Now both of these queries display the number of orders by day as well as the running cumulative total of orders!

Subqueries

One downside to MySQL is its reliance upon subqueries. If you’re looking to use multiple subqueries/CTE’s in your main query, it can quickly get overwhelming. Redshift allows you to use With Clauses to build temporary tables that only exist within the query.

While MySQL also has temporary tables, they can only be called once within a query. Redshift’s temporary tables, created through these with clauses, can be referenced multiple times in the query!

Generating Series

Neither MySQL nor Redshift has a built-in function to generate a series of dates or values. However, they each have a couple of clever options to imitate this behavior. In fact, we already have a great blog post that details these methods in greater detail!

Calling Names with Spaces or Reserved Words

In terms of differences between the two SQL Types, this is actually one of the more straightforward cases. MySQL makes use of backticks to “wrap” these names, while Redshift double-quotes them. An example can be seen below where we call two tables: one with a space in its name, and one that is a reserved word.

-- MySQL
select *
from
   `Table One`,
    `Order`
-- Redshift
select *
from
   Table One,
   Order

Concatenating Strings

MySQL’s concat() function lets you pass in multiple strings to concatenate together. Redshift’s concat() function only allows you to pass in two strings, so you would have to nest this function in order to concatenate more than two values.

-- MySQL
select concat(`Periscope ’, ‘is ’, ‘great’)
-- Redshift
select concat(‘Periscope ’, concat(‘is ’, ‘great’))

Redshift also has a shortcut for concatenation, using double-pipe notation in place of a function call:

select Periscope || is || great

Date/Time Specific Functions

Now()

In some of the later versions of Redshift, now() is a deprecated function. You would want to use getdate() or sysdate() to return the current time based on the timezone of your database.

From_unixtime() and Unix_timestamp()

Redshift does not have a default function equivalent to from_unixtime() that converts unix timestamps into date timestamps. Instead, we can employ some clever math shown in this Valkrysa blog post:

select timestamp epoch + your_time_colum * interval 1 second

The first part of this select statement grabs the date and timestamp that acts as the threshold for unix time (1970-01-01 00:00:00).

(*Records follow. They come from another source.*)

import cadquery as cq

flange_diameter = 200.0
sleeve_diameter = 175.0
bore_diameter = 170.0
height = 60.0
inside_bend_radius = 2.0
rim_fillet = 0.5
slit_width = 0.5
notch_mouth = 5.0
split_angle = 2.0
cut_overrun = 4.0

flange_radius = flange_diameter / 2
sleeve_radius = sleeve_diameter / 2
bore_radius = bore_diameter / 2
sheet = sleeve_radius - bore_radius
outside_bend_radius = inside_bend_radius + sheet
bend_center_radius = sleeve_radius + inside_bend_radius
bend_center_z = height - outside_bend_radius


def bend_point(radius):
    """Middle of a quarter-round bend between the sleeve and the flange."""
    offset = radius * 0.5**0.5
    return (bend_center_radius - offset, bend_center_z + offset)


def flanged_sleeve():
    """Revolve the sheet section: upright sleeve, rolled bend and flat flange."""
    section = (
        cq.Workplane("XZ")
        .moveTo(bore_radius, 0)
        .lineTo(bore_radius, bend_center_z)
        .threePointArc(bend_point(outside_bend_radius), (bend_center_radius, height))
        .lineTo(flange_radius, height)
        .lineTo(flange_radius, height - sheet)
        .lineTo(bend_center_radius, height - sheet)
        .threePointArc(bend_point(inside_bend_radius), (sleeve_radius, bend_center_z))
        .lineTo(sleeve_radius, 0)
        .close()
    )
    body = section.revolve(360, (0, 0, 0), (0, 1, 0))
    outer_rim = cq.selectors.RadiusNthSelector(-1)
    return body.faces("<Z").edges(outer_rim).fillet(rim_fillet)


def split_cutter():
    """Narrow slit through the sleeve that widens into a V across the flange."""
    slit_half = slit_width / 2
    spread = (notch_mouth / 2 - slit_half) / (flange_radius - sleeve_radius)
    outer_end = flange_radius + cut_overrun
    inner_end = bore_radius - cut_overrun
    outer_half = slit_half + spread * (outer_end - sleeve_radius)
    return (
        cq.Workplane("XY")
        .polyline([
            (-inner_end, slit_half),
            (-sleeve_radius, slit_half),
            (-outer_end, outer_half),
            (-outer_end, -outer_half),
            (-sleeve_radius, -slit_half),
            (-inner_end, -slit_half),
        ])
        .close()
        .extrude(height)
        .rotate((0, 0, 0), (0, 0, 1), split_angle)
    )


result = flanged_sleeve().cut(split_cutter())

Since unix time measures the amount of seconds that have elapsed since this date, we just need to convert it into ‘second’ literals. Now, we have our timestamp of 1970-01-01 00:00:00, and we can add the total number of seconds to get the appropriate date.

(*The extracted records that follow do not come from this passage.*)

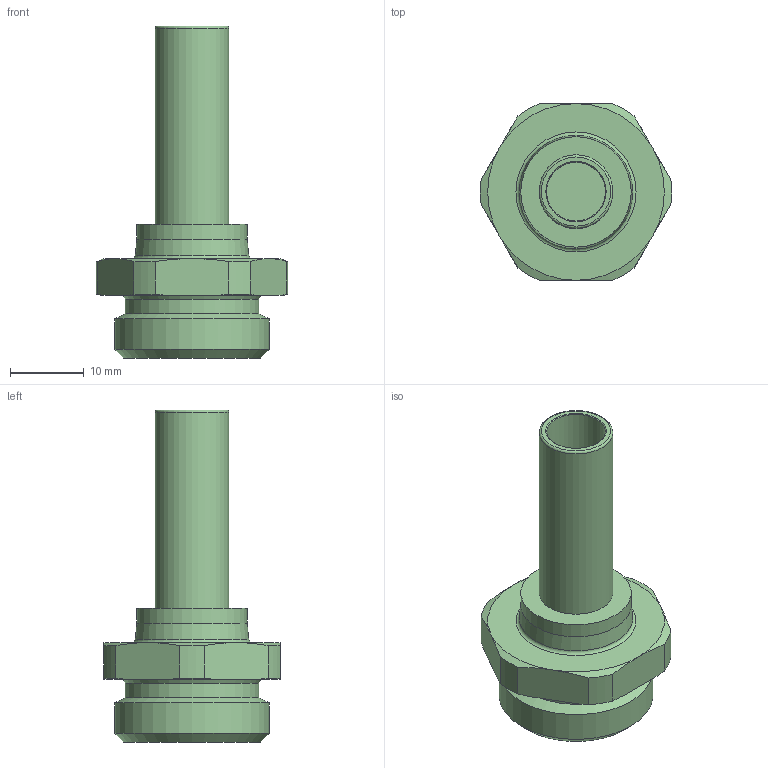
import cadquery as cq
import math

TOTAL_HEIGHT = 45.1
BODY_CHAMFER_TOP_Z = 1.2
BODY_TOP_Z = 5.3
NECK_BOTTOM_Z = 6.03
NECK_TOP_Z = 8.0
NUT_BOTTOM_Z = 8.5
NUT_HEIGHT = 5.0
NUT_TOP_Z = NUT_BOTTOM_Z + NUT_HEIGHT
COLLAR_FILLET_TOP_Z = 13.95
COLLAR_TAPER_TOP_Z = 16.15
COLLAR_TOP_Z = 18.15

BODY_RADIUS = 10.48
BODY_END_RADIUS = 9.3
NECK_RADIUS = 9.05
NECK_FLARE_RADIUS = 9.35
COLLAR_RADIUS = 7.5
COLLAR_BASE_RADIUS = 7.7
COLLAR_FILLET_RADIUS = 8.2
TUBE_RADIUS = 5.0
TUBE_EDGE_FILLET = 0.3

NUT_SIDES = 6
NUT_ACROSS_FLATS = 24.0
NUT_ACROSS_CORNERS = NUT_ACROSS_FLATS / math.cos(math.pi / NUT_SIDES)
NUT_CORNER_RADIUS = 13.0
NUT_TOP_CHAMFER_HEIGHT = 0.4
NUT_BOTTOM_CHAMFER_HEIGHT = 0.15
NUT_BOTTOM_CHAMFER_WIDTH = 0.6

BORE_RADIUS = 4.0
BORE_EDGE_CHAMFER = 0.1
BORE_FLOOR_Z = COLLAR_TOP_Z


def revolve_profile(profile):
    """Turn a closed (radius, height) outline about the Z axis."""
    return profile.close().revolve(360, (0, 0, 0), (0, 1, 0))


def make_body():
    """Threaded end, relief neck and the flare that meets the nut."""
    return revolve_profile(
        cq.Workplane("XZ")
        .lineTo(BODY_END_RADIUS, 0)
        .lineTo(BODY_RADIUS, BODY_CHAMFER_TOP_Z)
        .lineTo(BODY_RADIUS, BODY_TOP_Z)
        .lineTo(NECK_RADIUS, NECK_BOTTOM_Z)
        .lineTo(NECK_RADIUS, NECK_TOP_Z)
        .lineTo(NECK_FLARE_RADIUS, NUT_BOTTOM_Z)
        .lineTo(0, NUT_BOTTOM_Z)
    )


def make_nut():
    """Hexagon with two flats facing Y, trimmed by a chamfered round blank."""
    hexagon = (
        cq.Workplane("XY", origin=(0, 0, NUT_BOTTOM_Z))
        .polygon(NUT_SIDES, NUT_ACROSS_CORNERS)
        .extrude(NUT_HEIGHT)
    )
    blank = revolve_profile(
        cq.Workplane("XZ")
        .moveTo(0, NUT_BOTTOM_Z)
        .lineTo(NUT_CORNER_RADIUS - NUT_BOTTOM_CHAMFER_WIDTH, NUT_BOTTOM_Z)
        .lineTo(NUT_CORNER_RADIUS, NUT_BOTTOM_Z + NUT_BOTTOM_CHAMFER_HEIGHT)
        .lineTo(NUT_CORNER_RADIUS, NUT_TOP_Z - NUT_TOP_CHAMFER_HEIGHT)
        .lineTo(NUT_ACROSS_FLATS / 2, NUT_TOP_Z)
        .lineTo(0, NUT_TOP_Z)
    )
    return hexagon.intersect(blank)


def make_collar():
    """Slightly tapered collar that runs into the nut through a concave fillet."""
    fillet_width = COLLAR_FILLET_RADIUS - COLLAR_BASE_RADIUS
    fillet_height = COLLAR_FILLET_TOP_Z - NUT_TOP_Z
    inset = 1 - math.sqrt(0.5)
    fillet_middle = (COLLAR_BASE_RADIUS + inset * fillet_width, NUT_TOP_Z + inset * fillet_height)
    return revolve_profile(
        cq.Workplane("XZ")
        .moveTo(0, NUT_TOP_Z)
        .lineTo(COLLAR_FILLET_RADIUS, NUT_TOP_Z)
        .threePointArc(fillet_middle, (COLLAR_BASE_RADIUS, COLLAR_FILLET_TOP_Z))
        .lineTo(COLLAR_RADIUS, COLLAR_TAPER_TOP_Z)
        .lineTo(COLLAR_RADIUS, COLLAR_TOP_Z)
        .lineTo(0, COLLAR_TOP_Z)
    )


def make_tube():
    """Tube with rounded rim and a blind bore."""
    return revolve_profile(
        cq.Workplane("XZ")
        .moveTo(BORE_RADIUS, BORE_FLOOR_Z)
        .lineTo(TUBE_RADIUS, BORE_FLOOR_Z)
        .lineTo(TUBE_RADIUS, TOTAL_HEIGHT - TUBE_EDGE_FILLET)
        .radiusArc((TUBE_RADIUS - TUBE_EDGE_FILLET, TOTAL_HEIGHT), -TUBE_EDGE_FILLET)
        .lineTo(BORE_RADIUS + BORE_EDGE_CHAMFER, TOTAL_HEIGHT)
        .lineTo(BORE_RADIUS, TOTAL_HEIGHT - BORE_EDGE_CHAMFER)
    )


result = make_body().union(make_nut()).union(make_collar()).union(make_tube())

Converting from a timestamp value into unix time is simpler, and actually has two functions to support this. You can do:

select extract(epoch from your_time_column)

or

select date_part(epoch, time_column)

In each of the two functions, Redshift is essentially calculating the number of seconds that have elapsed from 1970-01-01 00:00:00 and your timestamp column.

Interval Literals

In many ways, Redshift and MySQL are on the same page in terms of using interval literals with timestamps. The major difference surrounds the pickiness of syntax, as well as whether or not the Redshift instance is running on a lead node. In Redshift, best practice recommends single quoting your literal value. This would look similar to below:

select getdate() - interval 1 day

For queries that do not run on the lead node, Redshift does not allow for interval values higher than a week. So attempting to add or subtract a ‘month’ or ‘year’ interval value can throw an error if the timestamp column is evaluated across multiple nodes.

Date_sub() and Date_add()

These functions act similarly to the interval literals discussed above. Redshift combines both of these functions into a single dateadd() function. You’ll notice that Redshift’s version calls for three parameters instead of two.

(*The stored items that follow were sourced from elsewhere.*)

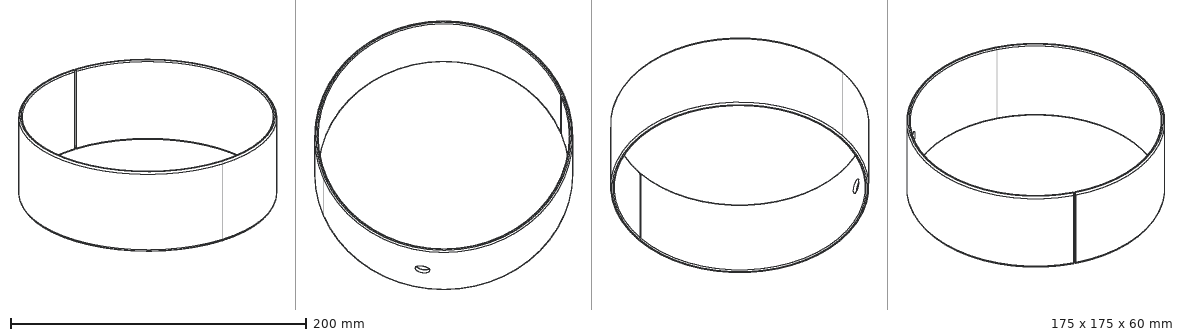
import cadquery as cq

outer_diameter = 175.0
wall = 2.5
height = 60.0
outer_bevel_height = 1.5
outer_bevel_width = 0.9
inner_bevel_height = 1.0
inner_bevel_width = 0.7
slit_width = 1.4

hole_diameter = 10.0
hole_angle = 59.2
hole_height = height / 2

outer_radius = outer_diameter / 2


def ring():
    """Thin band standing on Z = 0, with both rims bevelled inside and out."""
    inner_radius = outer_radius - wall
    rim_outer_radius = outer_radius - outer_bevel_width
    rim_inner_radius = inner_radius + inner_bevel_width
    section = [
        (rim_inner_radius, 0),
        (rim_outer_radius, 0),
        (outer_radius, outer_bevel_height),
        (outer_radius, height - outer_bevel_height),
        (rim_outer_radius, height),
        (rim_inner_radius, height),
        (inner_radius, height - inner_bevel_height),
        (inner_radius, inner_bevel_height),
    ]
    return (
        cq.Workplane("XZ")
        .polyline(section)
        .close()
        .revolve(360, (0, 0), (0, 1))
    )


def slit():
    """Full-height cut through the wall on the -X side, with one face on the XZ plane."""
    depth = 2 * wall
    return (
        cq.Workplane("XY")
        .center(-outer_radius, slit_width / 2)
        .rect(2 * depth, slit_width)
        .extrude(height)
    )


def radial_hole():
    """Cylinder running outward from the ring axis through one wall."""
    return (
        cq.Workplane("YZ")
        .center(0, hole_height)
        .circle(hole_diameter / 2)
        .extrude(outer_diameter)
        .rotate((0, 0, 0), (0, 0, 1), hole_angle)
    )


result = ring().cut(slit()).cut(radial_hole())

In order to get the same behavior of MySQL’s date_sub(), you would want to pass in a negative interval to the dateadd() function. That means your queries may look something like this:

select dateadd(day, 1, getdate())  -- Returns Same Time Tomorrowselect
dateadd(day, -1, getdate()) -- Returns Same Time Yesterday

Date_format()

This is an important function in MySQL for getting timestamps to display in the exact way that you would like. Redshift has two similar functions depending on your use-case. to_char() takes a timestamp, and allows you to pass in a parameter that control the formatting. The to_date() function takes a string or numeric value, and uses the same format options as to_char() to control the end result.

Let’s take a look at some of the different formats we can return! Running the following query:

   select
      getdate() as format_one,
      to_char(getdate(), MON-DD-YYYY) as month_day_year,
      to_char(getdate(), Day, Month DD YYYY) as day_month_year,
      to_char(getdate(), YYYY-Q') as year_quarter

Returns the following values:

Datediff()

Redshift’s datediff() function is more robust and flexible than MySQL’s in terms of the level of specificity. MySQL’s datediff() is limited to returning a whole number value of days between two dates. Redshift’s datediff() allows you to choose what format to calculate the difference in (e.g. minutes, hours, days, weeks).

One other potential misstep to watch out for is the order of parameters. MySQL’s version of the function takes two parameters, where a positive value is returned if the first parameter is larger than the second. Redshift reverses the order of the parameters if you want to return a positive value. That means your queries would run like this:

-- MySQL: returns 1
select datediff(now(), now() - interval 1 day)
-- Redshift: returns 1
select datediff(day, getdate() - interval 1 day, getdate()) 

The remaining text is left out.